%%
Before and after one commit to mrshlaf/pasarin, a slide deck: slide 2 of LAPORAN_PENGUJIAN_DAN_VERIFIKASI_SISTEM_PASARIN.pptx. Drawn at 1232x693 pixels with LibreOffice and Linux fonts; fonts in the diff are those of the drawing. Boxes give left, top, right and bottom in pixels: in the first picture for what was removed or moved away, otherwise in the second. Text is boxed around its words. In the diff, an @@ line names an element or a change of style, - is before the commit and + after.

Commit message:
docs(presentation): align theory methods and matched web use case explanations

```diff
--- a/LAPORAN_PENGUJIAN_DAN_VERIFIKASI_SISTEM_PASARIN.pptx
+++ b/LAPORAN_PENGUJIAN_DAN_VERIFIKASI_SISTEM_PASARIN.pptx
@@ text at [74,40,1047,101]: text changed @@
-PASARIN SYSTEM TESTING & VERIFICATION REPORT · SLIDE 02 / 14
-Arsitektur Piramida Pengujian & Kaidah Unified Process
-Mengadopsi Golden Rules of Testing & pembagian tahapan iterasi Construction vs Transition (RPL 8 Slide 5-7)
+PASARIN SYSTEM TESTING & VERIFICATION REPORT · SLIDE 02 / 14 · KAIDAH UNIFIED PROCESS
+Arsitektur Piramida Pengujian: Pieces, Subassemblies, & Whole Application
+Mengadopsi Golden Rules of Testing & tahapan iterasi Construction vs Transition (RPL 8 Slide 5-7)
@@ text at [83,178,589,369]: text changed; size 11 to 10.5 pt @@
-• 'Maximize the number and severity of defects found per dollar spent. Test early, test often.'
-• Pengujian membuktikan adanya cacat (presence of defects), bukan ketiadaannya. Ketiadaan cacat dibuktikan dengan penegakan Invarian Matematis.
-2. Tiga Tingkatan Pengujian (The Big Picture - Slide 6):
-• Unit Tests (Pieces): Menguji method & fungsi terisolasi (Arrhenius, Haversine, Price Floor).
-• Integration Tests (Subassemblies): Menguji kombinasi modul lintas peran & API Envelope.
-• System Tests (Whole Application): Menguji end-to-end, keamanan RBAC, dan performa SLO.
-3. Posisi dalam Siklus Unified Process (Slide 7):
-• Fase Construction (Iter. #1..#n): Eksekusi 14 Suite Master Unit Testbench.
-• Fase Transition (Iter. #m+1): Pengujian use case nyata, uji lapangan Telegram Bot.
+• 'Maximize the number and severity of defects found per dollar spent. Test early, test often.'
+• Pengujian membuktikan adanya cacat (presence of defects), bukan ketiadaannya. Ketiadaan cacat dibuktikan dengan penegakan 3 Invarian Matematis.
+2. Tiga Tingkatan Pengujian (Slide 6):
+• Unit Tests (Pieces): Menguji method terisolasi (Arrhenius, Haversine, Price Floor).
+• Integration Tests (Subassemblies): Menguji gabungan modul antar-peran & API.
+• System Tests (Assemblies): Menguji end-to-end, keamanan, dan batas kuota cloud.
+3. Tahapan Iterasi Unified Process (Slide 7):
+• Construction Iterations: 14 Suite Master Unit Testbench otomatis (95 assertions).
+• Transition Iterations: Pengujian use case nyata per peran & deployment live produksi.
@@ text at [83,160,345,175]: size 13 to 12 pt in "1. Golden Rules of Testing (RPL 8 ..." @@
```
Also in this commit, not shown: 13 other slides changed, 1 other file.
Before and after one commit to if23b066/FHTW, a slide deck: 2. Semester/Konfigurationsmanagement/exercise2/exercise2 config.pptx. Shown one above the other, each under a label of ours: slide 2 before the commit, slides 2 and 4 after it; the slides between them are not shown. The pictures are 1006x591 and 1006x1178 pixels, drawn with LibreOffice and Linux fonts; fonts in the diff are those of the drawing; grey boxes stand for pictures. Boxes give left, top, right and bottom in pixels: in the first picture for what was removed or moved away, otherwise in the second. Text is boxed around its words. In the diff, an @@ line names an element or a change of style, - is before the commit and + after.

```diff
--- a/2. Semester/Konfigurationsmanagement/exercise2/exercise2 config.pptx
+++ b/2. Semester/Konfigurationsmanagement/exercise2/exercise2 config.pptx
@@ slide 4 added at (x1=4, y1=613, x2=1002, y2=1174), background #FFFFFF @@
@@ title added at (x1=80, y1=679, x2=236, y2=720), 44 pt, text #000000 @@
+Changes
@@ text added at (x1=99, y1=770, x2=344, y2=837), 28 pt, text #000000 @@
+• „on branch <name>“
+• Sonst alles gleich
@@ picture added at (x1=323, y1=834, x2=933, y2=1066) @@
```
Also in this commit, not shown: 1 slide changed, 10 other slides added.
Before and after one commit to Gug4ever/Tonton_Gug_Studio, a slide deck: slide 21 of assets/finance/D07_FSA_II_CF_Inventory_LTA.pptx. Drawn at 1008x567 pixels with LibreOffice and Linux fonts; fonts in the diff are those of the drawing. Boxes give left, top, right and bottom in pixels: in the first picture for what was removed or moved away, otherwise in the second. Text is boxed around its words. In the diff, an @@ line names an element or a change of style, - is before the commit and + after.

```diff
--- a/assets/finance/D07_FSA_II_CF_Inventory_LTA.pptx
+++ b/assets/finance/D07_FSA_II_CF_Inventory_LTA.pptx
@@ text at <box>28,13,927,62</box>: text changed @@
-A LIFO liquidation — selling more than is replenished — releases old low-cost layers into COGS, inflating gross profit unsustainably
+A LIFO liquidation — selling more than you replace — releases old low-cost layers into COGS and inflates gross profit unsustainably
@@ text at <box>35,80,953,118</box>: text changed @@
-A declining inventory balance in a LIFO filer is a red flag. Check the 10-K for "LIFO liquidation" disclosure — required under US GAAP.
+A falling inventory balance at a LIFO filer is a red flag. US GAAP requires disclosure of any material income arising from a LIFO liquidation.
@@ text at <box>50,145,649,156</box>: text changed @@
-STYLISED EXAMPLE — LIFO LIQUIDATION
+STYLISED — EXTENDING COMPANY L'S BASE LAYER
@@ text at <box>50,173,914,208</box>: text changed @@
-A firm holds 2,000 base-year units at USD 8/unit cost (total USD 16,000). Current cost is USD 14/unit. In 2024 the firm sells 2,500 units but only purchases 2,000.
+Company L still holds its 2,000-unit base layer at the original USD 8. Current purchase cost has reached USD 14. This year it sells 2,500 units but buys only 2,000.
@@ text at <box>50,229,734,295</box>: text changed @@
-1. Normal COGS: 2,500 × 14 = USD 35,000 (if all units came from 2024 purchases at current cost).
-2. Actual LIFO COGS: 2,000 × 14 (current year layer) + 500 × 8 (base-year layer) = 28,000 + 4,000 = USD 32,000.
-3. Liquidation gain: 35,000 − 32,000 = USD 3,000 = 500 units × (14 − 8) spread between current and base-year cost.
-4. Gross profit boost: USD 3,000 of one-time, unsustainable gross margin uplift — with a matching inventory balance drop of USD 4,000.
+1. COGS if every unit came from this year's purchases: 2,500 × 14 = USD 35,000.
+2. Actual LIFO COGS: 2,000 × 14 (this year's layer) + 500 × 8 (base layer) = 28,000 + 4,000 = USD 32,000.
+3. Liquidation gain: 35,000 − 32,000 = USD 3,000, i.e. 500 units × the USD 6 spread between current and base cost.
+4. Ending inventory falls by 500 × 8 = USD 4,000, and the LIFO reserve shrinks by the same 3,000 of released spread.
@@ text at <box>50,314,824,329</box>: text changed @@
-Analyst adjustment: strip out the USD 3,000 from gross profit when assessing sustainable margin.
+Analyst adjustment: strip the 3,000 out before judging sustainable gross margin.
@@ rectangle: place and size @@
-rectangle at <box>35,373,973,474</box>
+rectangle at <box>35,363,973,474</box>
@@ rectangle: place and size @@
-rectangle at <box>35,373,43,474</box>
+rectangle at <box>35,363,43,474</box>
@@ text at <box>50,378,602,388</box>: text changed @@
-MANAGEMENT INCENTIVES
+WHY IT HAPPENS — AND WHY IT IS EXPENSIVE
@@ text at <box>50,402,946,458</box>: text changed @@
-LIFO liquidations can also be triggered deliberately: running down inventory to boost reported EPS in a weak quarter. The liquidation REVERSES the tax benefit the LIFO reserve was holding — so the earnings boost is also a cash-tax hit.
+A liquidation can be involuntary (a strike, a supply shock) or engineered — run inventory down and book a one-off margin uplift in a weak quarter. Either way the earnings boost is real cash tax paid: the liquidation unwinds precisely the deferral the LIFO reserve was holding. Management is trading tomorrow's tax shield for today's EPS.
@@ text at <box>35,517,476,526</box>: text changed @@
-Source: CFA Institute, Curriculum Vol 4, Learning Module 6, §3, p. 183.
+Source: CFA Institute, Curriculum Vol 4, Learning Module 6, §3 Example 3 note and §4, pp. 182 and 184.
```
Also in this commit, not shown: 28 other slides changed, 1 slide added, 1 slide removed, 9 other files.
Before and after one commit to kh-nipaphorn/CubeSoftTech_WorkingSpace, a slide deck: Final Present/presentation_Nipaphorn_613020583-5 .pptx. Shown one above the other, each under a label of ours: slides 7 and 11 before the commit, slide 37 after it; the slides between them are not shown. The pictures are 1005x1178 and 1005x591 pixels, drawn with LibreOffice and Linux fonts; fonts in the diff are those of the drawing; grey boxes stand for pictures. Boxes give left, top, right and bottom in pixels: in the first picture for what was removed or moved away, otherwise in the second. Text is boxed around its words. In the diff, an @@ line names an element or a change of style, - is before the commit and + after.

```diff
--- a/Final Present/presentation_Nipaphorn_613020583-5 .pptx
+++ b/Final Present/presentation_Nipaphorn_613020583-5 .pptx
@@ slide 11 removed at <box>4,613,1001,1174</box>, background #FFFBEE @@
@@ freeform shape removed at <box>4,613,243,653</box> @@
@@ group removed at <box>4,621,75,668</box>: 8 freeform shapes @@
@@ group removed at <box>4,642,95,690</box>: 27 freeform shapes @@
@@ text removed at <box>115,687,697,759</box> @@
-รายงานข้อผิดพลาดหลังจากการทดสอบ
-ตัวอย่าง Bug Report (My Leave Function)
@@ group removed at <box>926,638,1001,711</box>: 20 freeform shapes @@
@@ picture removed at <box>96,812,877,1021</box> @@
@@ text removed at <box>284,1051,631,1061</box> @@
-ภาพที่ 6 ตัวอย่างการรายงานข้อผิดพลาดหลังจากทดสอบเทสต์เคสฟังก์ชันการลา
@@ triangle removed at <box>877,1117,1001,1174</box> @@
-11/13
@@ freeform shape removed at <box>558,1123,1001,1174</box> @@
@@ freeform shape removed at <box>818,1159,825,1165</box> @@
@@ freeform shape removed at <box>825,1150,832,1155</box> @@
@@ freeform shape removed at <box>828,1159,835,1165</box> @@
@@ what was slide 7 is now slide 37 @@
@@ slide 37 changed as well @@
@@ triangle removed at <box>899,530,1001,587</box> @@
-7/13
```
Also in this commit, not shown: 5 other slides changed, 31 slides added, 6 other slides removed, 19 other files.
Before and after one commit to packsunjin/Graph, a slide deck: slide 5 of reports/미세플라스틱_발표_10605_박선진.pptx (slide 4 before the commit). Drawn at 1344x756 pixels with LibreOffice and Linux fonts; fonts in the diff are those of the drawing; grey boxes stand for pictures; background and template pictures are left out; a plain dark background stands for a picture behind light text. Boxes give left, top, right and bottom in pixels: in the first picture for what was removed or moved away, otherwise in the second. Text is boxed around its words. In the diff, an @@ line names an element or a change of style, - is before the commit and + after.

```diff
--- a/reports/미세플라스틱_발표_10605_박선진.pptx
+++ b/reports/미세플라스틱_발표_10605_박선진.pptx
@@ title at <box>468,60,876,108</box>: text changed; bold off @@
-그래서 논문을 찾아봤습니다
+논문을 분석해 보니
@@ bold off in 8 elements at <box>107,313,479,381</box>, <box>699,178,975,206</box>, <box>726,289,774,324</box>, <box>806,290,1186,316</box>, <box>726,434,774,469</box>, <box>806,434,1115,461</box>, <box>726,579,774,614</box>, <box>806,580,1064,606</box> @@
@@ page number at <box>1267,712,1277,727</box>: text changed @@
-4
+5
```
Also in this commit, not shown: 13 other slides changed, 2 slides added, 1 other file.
%%
> Your assignment: Filter the records for the string "units" and copy every line that holds it.

> Exercise output:
-A firm holds 2,000 base-year units at USD 8/unit cost (total USD 16,000). Current cost is USD 14/unit. In 2024 the firm sells 2,500 units but only purchases 2,000.
+Company L still holds its 2,000-unit base layer at the original USD 8. Current purchase cost has reached USD 14. This year it sells 2,500 units but buys only 2,000.
-1. Normal COGS: 2,500 × 14 = USD 35,000 (if all units came from 2024 purchases at current cost).
-3. Liquidation gain: 35,000 − 32,000 = USD 3,000 = 500 units × (14 − 8) spread between current and base-year cost.
+3. Liquidation gain: 35,000 − 32,000 = USD 3,000, i.e. 500 units × the USD 6 spread between current and base cost.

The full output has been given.